Why a revision on this subject?
This revision is necessary for several reasons: the advancement of science, the constant search can move quickly from dream to reality, even more when marketing can serve as a catalyst. It is also an area that is easily invoked in politics, hence the passion of the debates in the name of the great republican principle: "for all".
Why use these techniques?
A child for all couples who can not have one.
About one in six couples have difficulties to have children.

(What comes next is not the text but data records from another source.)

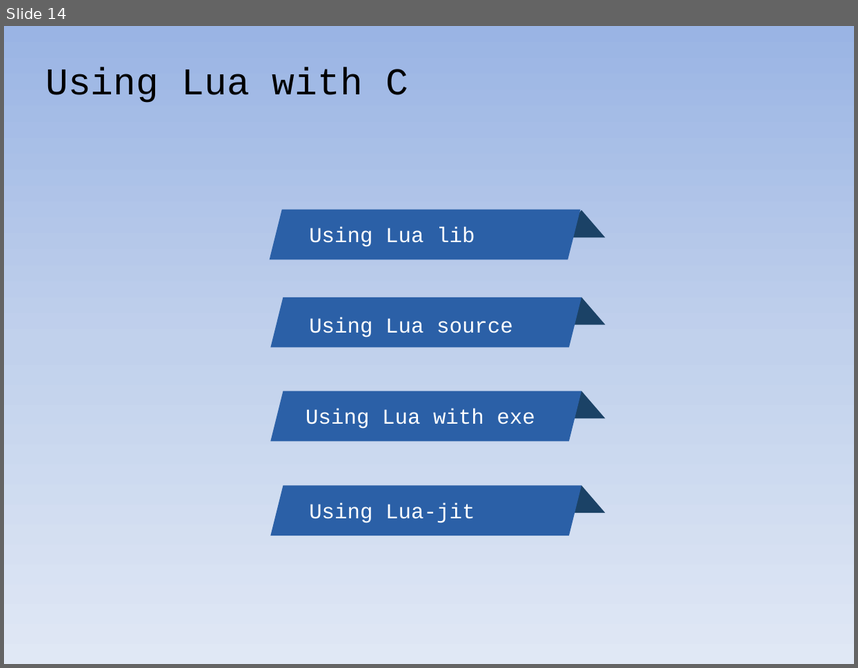
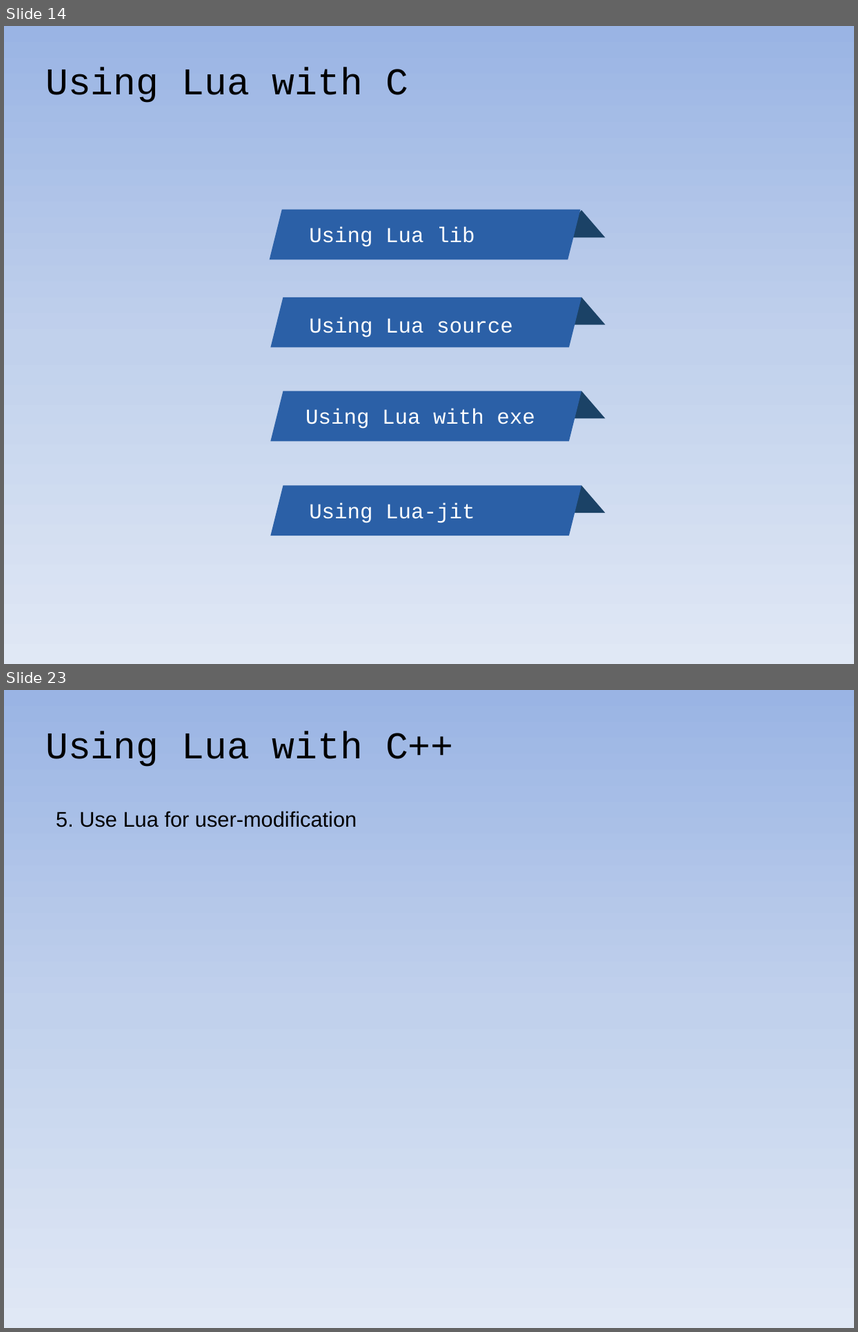
Before and after one commit to warmwine/newbie-clua, a slide deck: doc/newbie-clua.pptx. Shown one above the other, each under a label of ours: slide 14 before the commit, slides 14 and 23 after it; the slides between them are not shown. The pictures are 858x668 and 858x1332 pixels, drawn with LibreOffice and Linux fonts; fonts in the diff are those of the drawing. Boxes give left, top, right and bottom in pixels: in the first picture for what was removed or moved away, otherwise in the second. Text is boxed around its words. In the diff, an @@ line names an element or a change of style, - is before the commit and + after.

```diff
--- a/doc/newbie-clua.pptx
+++ b/doc/newbie-clua.pptx
@@ slide 23 added at (4,690,854,1328), background gradient #9AB5E4 to #C2D1ED to #E1E8F5 @@
@@ text added at (45,731,454,767), 32 pt, text #000000 @@
+Using Lua with C++
@@ text added at (56,811,357,827), 18 pt, text #000000 @@
+5. Use Lua for user-modification
```
Also in this commit, not shown: 6 slides changed, 10 other slides added, 9 slides removed.

What are supernumerary embryos called?
If the problem is "mechanical", but both parents have eggs and sperm capable of fertilization, 1978 and the birth of Louise Brown, the first "baby test tube" will remain that of the birth of IVF, In Vitro Fertilization, which has not stopped since improve.

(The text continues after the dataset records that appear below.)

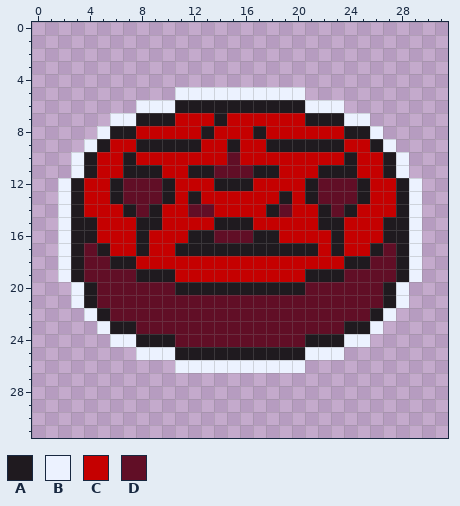
Pixel-art file, stored at assets/tiles/pentagram.aseprite. Above, as it was before the edit.
32x32 pixels, 1 frame.
Palette (. is transparent): A #1f1a1f  B #ecf2ff  C #c50000  D #610e26
After:
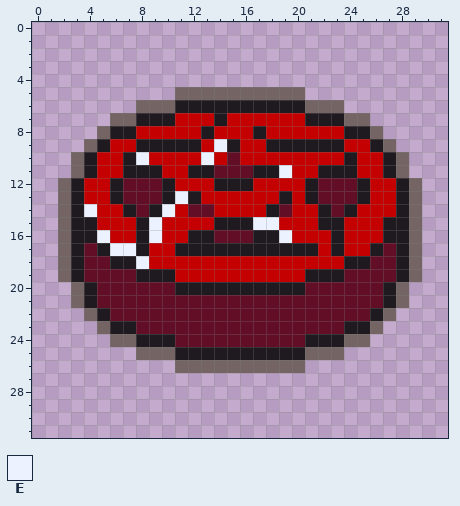
Colours new in this view: E #ecf2ff
The edit:
colour B: #ecf2ff -> #746464
y 9: x 14 C -> E
y 10: x 8 C -> E; x 13 C -> E
y 11: x 19 C -> E
y 13: x 11 C -> E
y 14: x 4 C -> E; x 10 C -> E
y 15: x 9 A -> E; x 17..18 CC -> EE
y 16: x 5 C -> E; x 9 C -> E; x 19 C -> E
y 17: x 6..7 CC -> EE
y 18: x 8 C -> E
Changed places in both pictures, as pixel boxes (x1, y1, x2, y2):
changed: (58, 87, 422, 373)

To the point that some spermatozoa are sufficient today to fertilize embryos few and we also know to avoid multiple pregnancies early. Indeed, the stimulation of the ovaries being more effective than the need, most couples have embryos in "too much". Few ethical issues with IVF; rather satisfactions, except the problem of these supernumerary embryos, whose research is badly needed. A little more clarity on the conditions of use will be welcome, because without news of the couple for 5 years, the center can put an end to embryo preservation.
Will the donation of sperm (and oocytes) remain anonymous?
If the man can not provide sperm, the sperm donation is there to solve the problem quite easily. Since a long time and without any real ethical problems, even if the specialized centers, the CECOS, alert regularly on the needs of donors. The situation will not settle with the recent news and the story of this young man who has found his biological father through an investigation, not within the reach of everyone, but effective. This adventure is likely to give the idea to others ... But it opens especially the discussion on the "justifiable" ethic of the anonymity which is for the moment the rule. Will donors be so generous tomorrow if some unknown children come to claim their obvious rights in the event of proven paternity? A file that was not specifically provided for in this revision, but that will inevitably invite itself.
For the woman who can not put eggs at the disposal of the maternity project, the oocyte donation (this is the stage where the egg is ready to be fertilized) exists and obeys the same ethical rules as the donation. sperm.
Can we put sperm or oocytes on the "side"?
For the man, it's simple and cheap. This consists of freezing semen flakes in nitrogen and making them available on demand. Collection cases, for example before chemotherapy or medical chemical castration, are numerous and well organized. Post-mortem use by the widow is another use to be debated.
For the woman, the freezing of oocytes for medical reasons is also perfectly possible in our country.
Can we keep oocytes for a future pregnancy, without medical reasons?
This preservation, for reasons of "life precaution" is prohibited. However, the demands are more numerous, because the desire for maternity is more and more frequent after 35 years. We know the difficulties at this age, hence the desire of many women, to stimulate before this age, and to have oocytes taken, which are then available to the future mother, as soon as she finds a potential father. Most of the women who do this go to Belgium and especially Spain, where, for several thousand Euros, some prescriptions complicit with French doctors (for the period during which the ovaries of the candidate are stimulated before the levy), the oocytes are removed and stored in liquid nitrogen.
The pressure is important for the review to address this problem.
For those who do not want to make an adoption but actively participate in the child project, several solutions exist.
The PMA for all?
For female couples who practice artificial insemination of one or other of the women, the technique is simple and the same as for a heterosexual couple where the man is sterile. The problem occurs when declaring the child, who can not have two legal "mothers"! Among the hot issues of this bioethical revision, the PMA for all is certainly the one that will be the most discussed since the Secretary of State for Gender Equality recently confirmed the campaign promise of Emmanuel Macron: in 2018, the LDCs for all women will be presented to Parliament.
Today, couples who want to do it officially go either to Belgium or Spain, and then find themselves in front of a legislative gap.
What is GPA?
For male couples, one of whom wants to be the biological father, there is only one option: surrogacy, gestational surrogacy, what used to be called "surrogate mothers". For the moment, the law is categorical, it is forbidden, and it is not expected that the legislative debate will be open.
In conclusion, many subjects, probably passionate, some of whom will inevitably descend on the street.